» DIRECTIONS: Copy each line that contains the string "Hassi", taking them from the material.

———

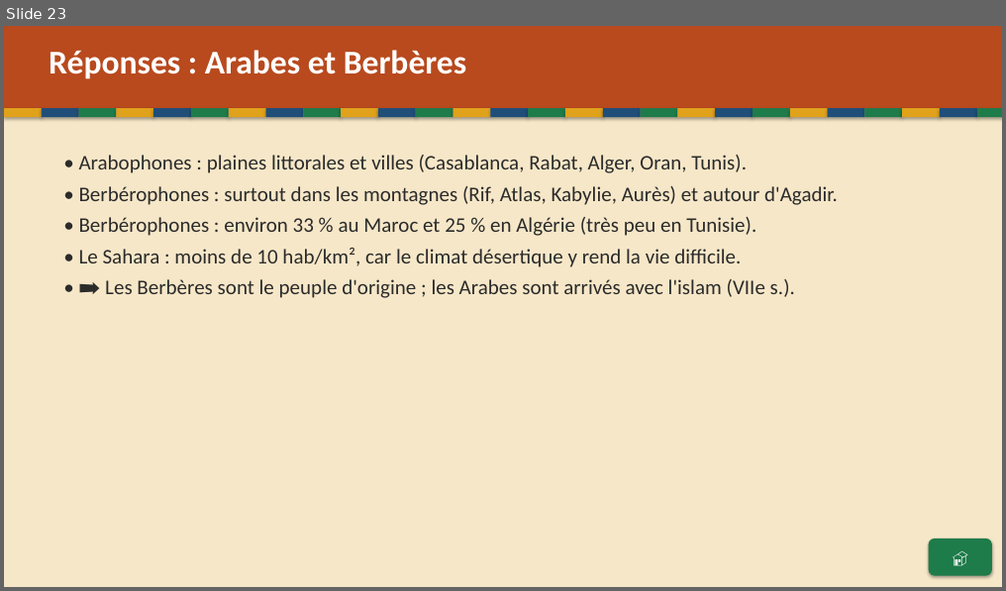
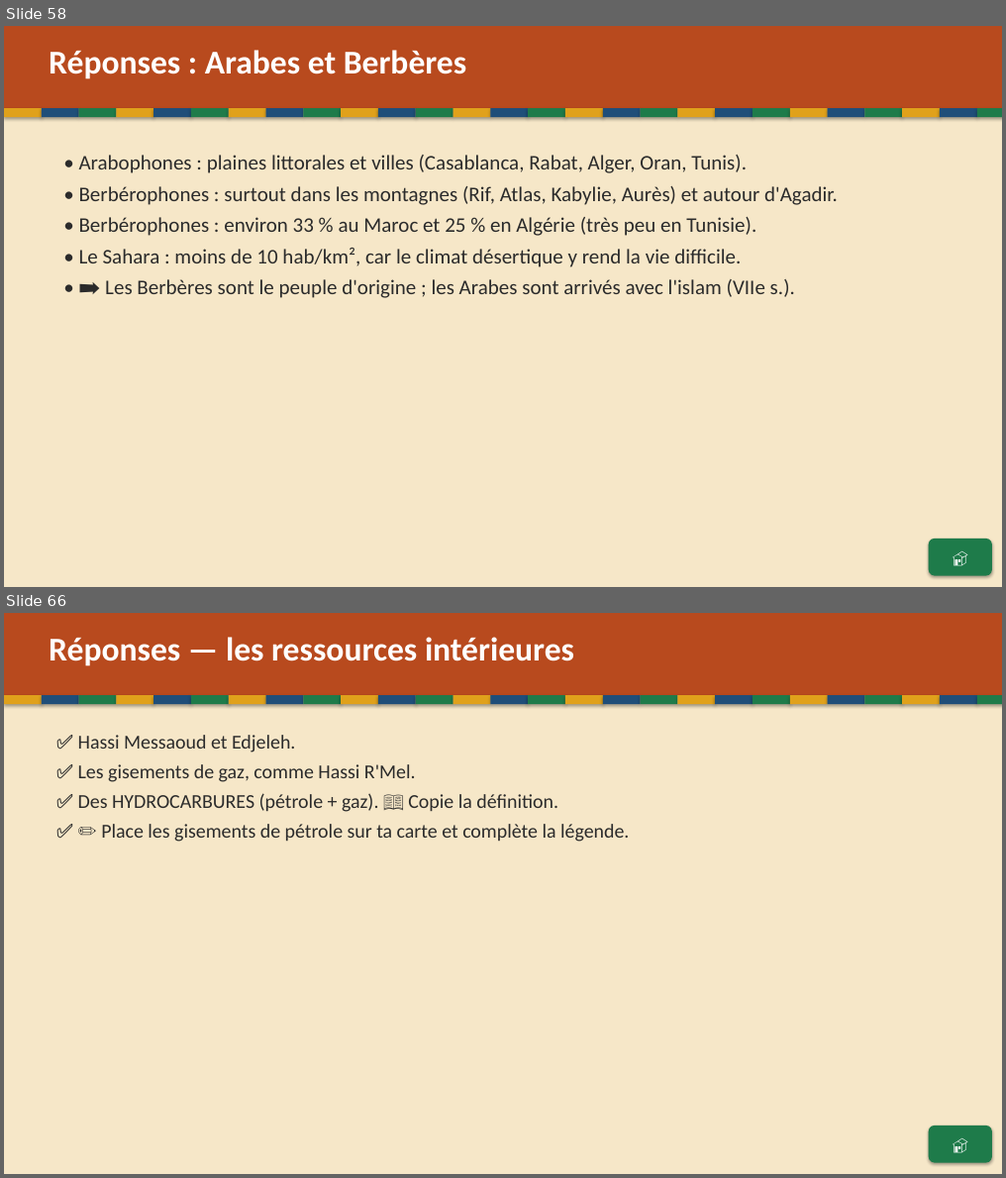
Before and after one commit to Paquereauman/Paquereauman, a slide deck: maghreb/maghreb-interactif.pptx. Shown one above the other, each under a label of ours: slide 23 before the commit, slides 58 and 66 after it; the slides between them are not shown. The pictures are 1006x591 and 1006x1178 pixels, drawn with LibreOffice and Linux fonts; fonts in the diff are those of the drawing. Boxes give left, top, right and bottom in pixels: in the first picture for what was removed or moved away, otherwise in the second. Text is boxed around its words. In the diff, an @@ line names an element or a change of style, - is before the commit and + after.

```diff
--- a/maghreb/maghreb-interactif.pptx
+++ b/maghreb/maghreb-interactif.pptx
@@ slide 66 added at <box>4,613,1002,1174</box>, background #FFFFFF @@
@@ rectangle added at <box>4,613,1002,1174</box>, fill #F6E7C8 @@
@@ rectangle added at <box>4,613,1002,695</box>, fill #B84A1E @@
@@ text added at <box>49,637,574,666</box>, 32 pt, text #FFFFFF, bold @@
+Réponses — les ressources intérieures
@@ rectangle added at <box>4,695,42,704</box>, fill #E0A11B @@
@@ rectangle added at <box>42,695,79,704</box>, fill #1F4E79 @@
@@ rectangle added at <box>79,695,116,704</box>, fill #1E7B4A @@
@@ rectangle added at <box>116,695,153,704</box>, fill #E0A11B @@
@@ rectangle added at <box>153,695,191,704</box>, fill #1F4E79 @@
@@ rectangle added at <box>191,695,229,704</box>, fill #1E7B4A @@
@@ rectangle added at <box>229,695,266,704</box>, fill #E0A11B @@
@@ rectangle added at <box>266,695,303,704</box>, fill #1F4E79 @@
@@ rectangle added at <box>303,695,341,704</box>, fill #1E7B4A @@
@@ rectangle added at <box>341,695,378,704</box>, fill #E0A11B @@
@@ rectangle added at <box>378,695,416,704</box>, fill #1F4E79 @@
@@ rectangle added at <box>416,695,453,704</box>, fill #1E7B4A @@
@@ rectangle added at <box>453,695,491,704</box>, fill #E0A11B @@
@@ rectangle added at <box>491,695,528,704</box>, fill #1F4E79 @@
@@ rectangle added at <box>528,695,565,704</box>, fill #1E7B4A @@
@@ rectangle added at <box>565,695,603,704</box>, fill #E0A11B @@
@@ rectangle added at <box>603,695,641,704</box>, fill #1F4E79 @@
@@ rectangle added at <box>641,695,678,704</box>, fill #1E7B4A @@
@@ rectangle added at <box>678,695,715,704</box>, fill #E0A11B @@
@@ rectangle added at <box>715,695,752,704</box>, fill #1F4E79 @@
@@ rectangle added at <box>752,695,790,704</box>, fill #1E7B4A @@
@@ rectangle added at <box>790,695,828,704</box>, fill #E0A11B @@
@@ rectangle added at <box>828,695,865,704</box>, fill #1F4E79 @@
@@ rectangle added at <box>865,695,902,704</box>, fill #1E7B4A @@
@@ rectangle added at <box>902,695,940,704</box>, fill #E0A11B @@
@@ rectangle added at <box>940,695,977,704</box>, fill #1F4E79 @@
@@ rectangle added at <box>977,695,1002,704</box>, fill #1E7B4A @@
@@ text added at <box>78,735,629,842</box>, 19 pt, text #2B2B2B @@
+✅ Hassi Messaoud et Edjeleh.
+✅ Les gisements de gaz, comme Hassi R'Mel.
+✅ Des HYDROCARBURES (pétrole + gaz). 📖 Copie la définition.
+✅ ✏️ Place les gisements de pétrole sur ta carte et complète la légende.
@@ rounded rectangle added at <box>929,1126,992,1163</box>, fill #1E7B4A, 16 pt, text #FFFFFF, bold @@
+🏠
@@ what was slide 23 is now slide 58 @@
```
Also in this commit, not shown: 1 slide changed, 77 other slides added, 4 slides removed, 13 other files.

———

» ANSWER SPACE:
+✅ Hassi Messaoud et Edjeleh.
+✅ Les gisements de gaz, comme Hassi R'Mel.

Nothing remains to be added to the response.